Ordinarily, a web passes over a great distance before it reaches a cross-cutting device, after the web has left the last printing unit of a web-fed printing press. While traversing this distance, the web is subjected to the action of additional devices for the aftertreatment of a freshly printed web, such as driers or cooling devices, for example, and is speed-dependently influenced in the position thereof by transport devices, including web-tension controllers.
In the presetting of the web-fed printing press for printing, it has become known heretofore for the phase position of a cutting cylinder of a cross-cutting device to be set manually so that the cutting line lies precisely in the intended region of the web, e.g., in the vicinity of the channel or gap formed in the rubber-blanket cylinder and in the region between two consecutive printed images, respectively. The pressman proceeds in a manner wherein, when the web-fed printing press is being set up, the printed product is constantly being subjected to a visual inspection after it leaves the cross-cutting device and, simultaneously, the phase position is being set to conform to a setpoint value by means of an input device. Only after the pressman has confirmed the desired (setpoint) position of the cutting line via the input device does a control system take over an automatic feedback control or regulation of the cutting register. Provided for this purpose inside the cross-cutting device is a device for scanning the printed image, the scanning device being directed towards the web and possibly being adjustable transversely with respect to the web-transport direction. Digitized image data which are recorded by the scanning device at the instant of confirmation by the pressman serve as the setpoint values for the feedback control or regulation of the cutting register. The feed-back-regulating device, which is present in the control system, supplies signals to actuators for setting the cutting register, the phase deviation between the setpoint-image data and the actual-image data being regulated to zero or to a fixed value.

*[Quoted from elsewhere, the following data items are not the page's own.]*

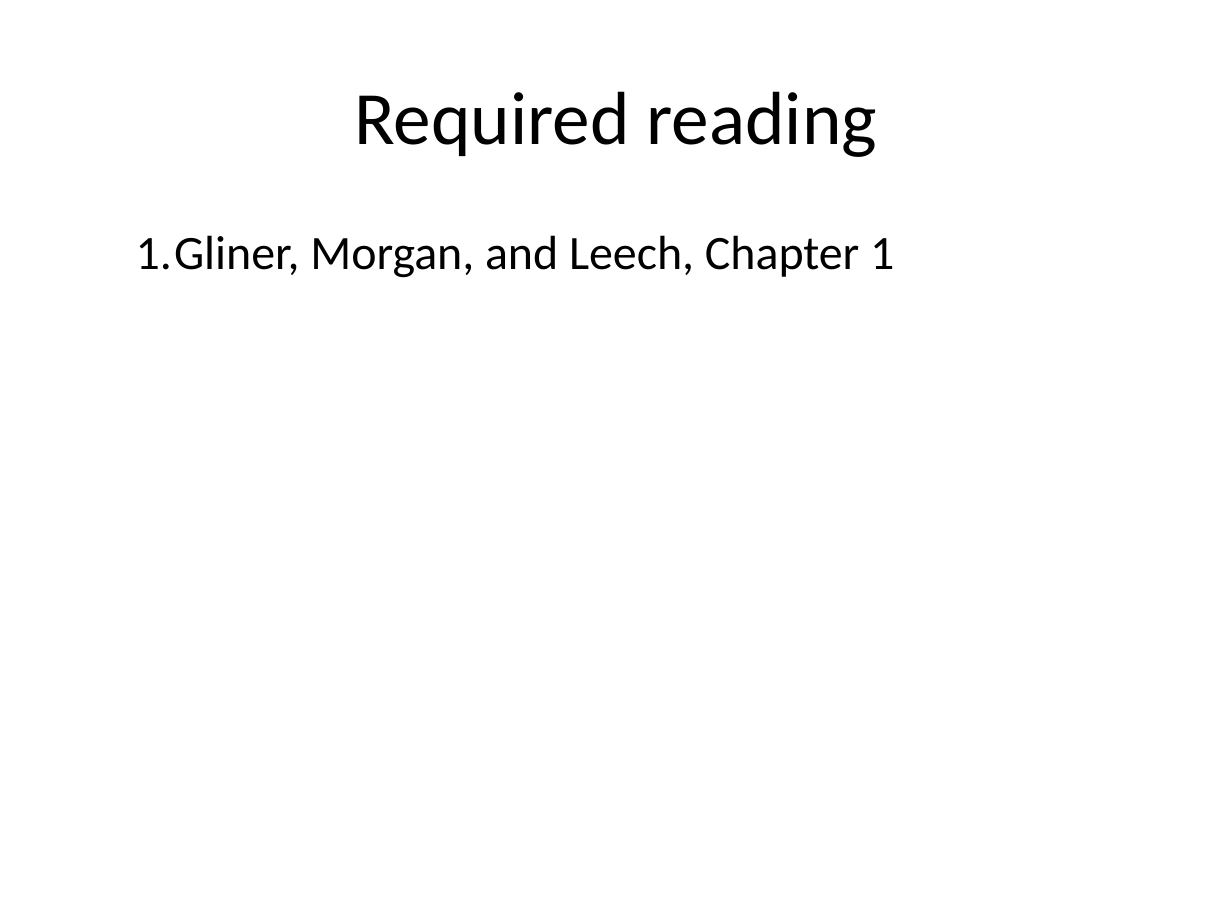
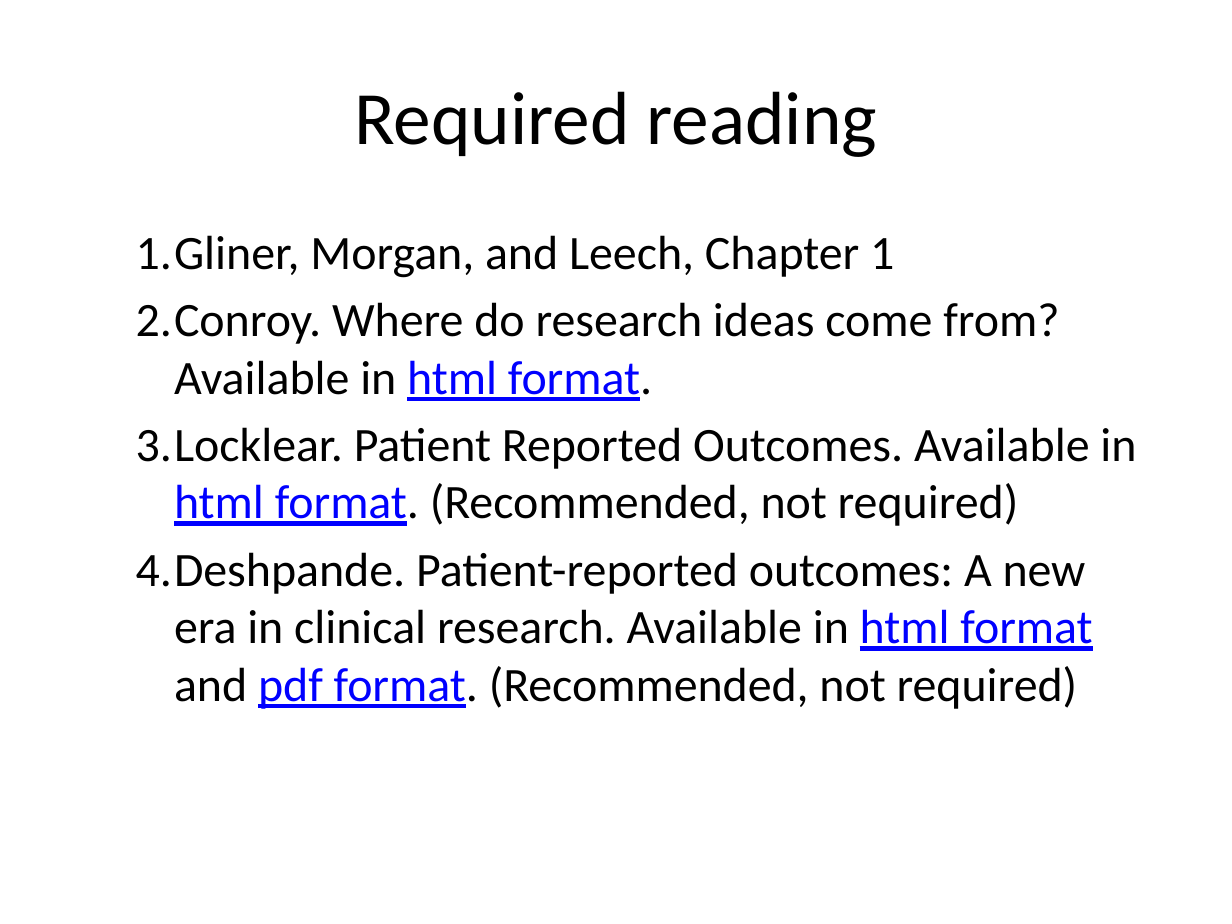
Before and after one commit to classes-medb/5510, a slide deck: slide 3 of src/video-1-introduction.pptx. Drawn at 1232x924 pixels with LibreOffice and Linux fonts; fonts in the diff are those of the drawing. Boxes give left, top, right and bottom in pixels: in the first picture for what was removed or moved away, otherwise in the second. Text is boxed around its words. In the diff, an @@ line names an element or a change of style, - is before the commit and + after.

Commit message:
Started research dichotomies in video-1.

```diff
--- a/src/video-1-introduction.pptx
+++ b/src/video-1-introduction.pptx
@@ text at box(136, 302, 1136, 709): paragraphs added @@
+  2. Conroy. Where do research ideas come from? Available in html format.
+  3. Locklear. Patient Reported Outcomes. Available in html format. (Recommended, not required)
+  4. Deshpande. Patient-reported outcomes: A new era in clinical research. Available in html format and pdf format. (Recommended, not required)
```
Also in this commit, not shown: 9 slides added, 1 slide removed, 3 other files.

A disadvantage thereof is that, during the setting-up of the printing press, a given period of time elapses before the desired (setpoint) position of the cutting line is confirmed by the pressman, and considerable waste is produced during this period of time. Furthermore, in order to avoid producing an unnecessary quantity of waste, the desired (setpoint) position is usually determined at a low printing-press speed, as a result of which the determination of the desired (setpoint) position is faulty, because idynamic influences under production conditions require a correction to the setpoint value.
It is accordingly an object of the invention to provide a method for presetting the cutting register on a web-fed printing press wherein the set-up time of the printing press is shortened, the production of waste is reduced, and the setting accuracy is improved.
With the foregoing and other objects in view, there is provided, in accordance with the invention, a method for setting the cutting register on a cross-cutting device positioned downline of a web-fed printing press, the position of the cut edges being variable as a function of the position of the printed image on a moving web, which comprises scanning with a first scanning device located directly after a last printing unit of the web-fed printing press a printed image on a moving web, generating signals regarding the printed image, and feeding the signals regarding the printed image to a control device, generating signals with an angle sensor connected to web-guiding cylinders of the web-fed printing press, and associating the angle-sensor signals with the printed-image signals in a region between two printed images and storing the signals in the control device, generating signals regarding the printed image with a second scanning device directly before a cross-cutting device in the region between the two printed images, directing the scanning device, as viewed in a transverse direction of the web, at the same line as the first scanning device, periodically generating signals by means of a sensor for the position of the cross-cutting device, feeding the periodically generated signals to the control device and associating them with the signals of the second scanning device, regulating with the aid of the control device the phase between the signals of the first scanning device and the signals of the second scanning device to a fixed value, and transmitting signals from the control device to actuators for setting the cutting register.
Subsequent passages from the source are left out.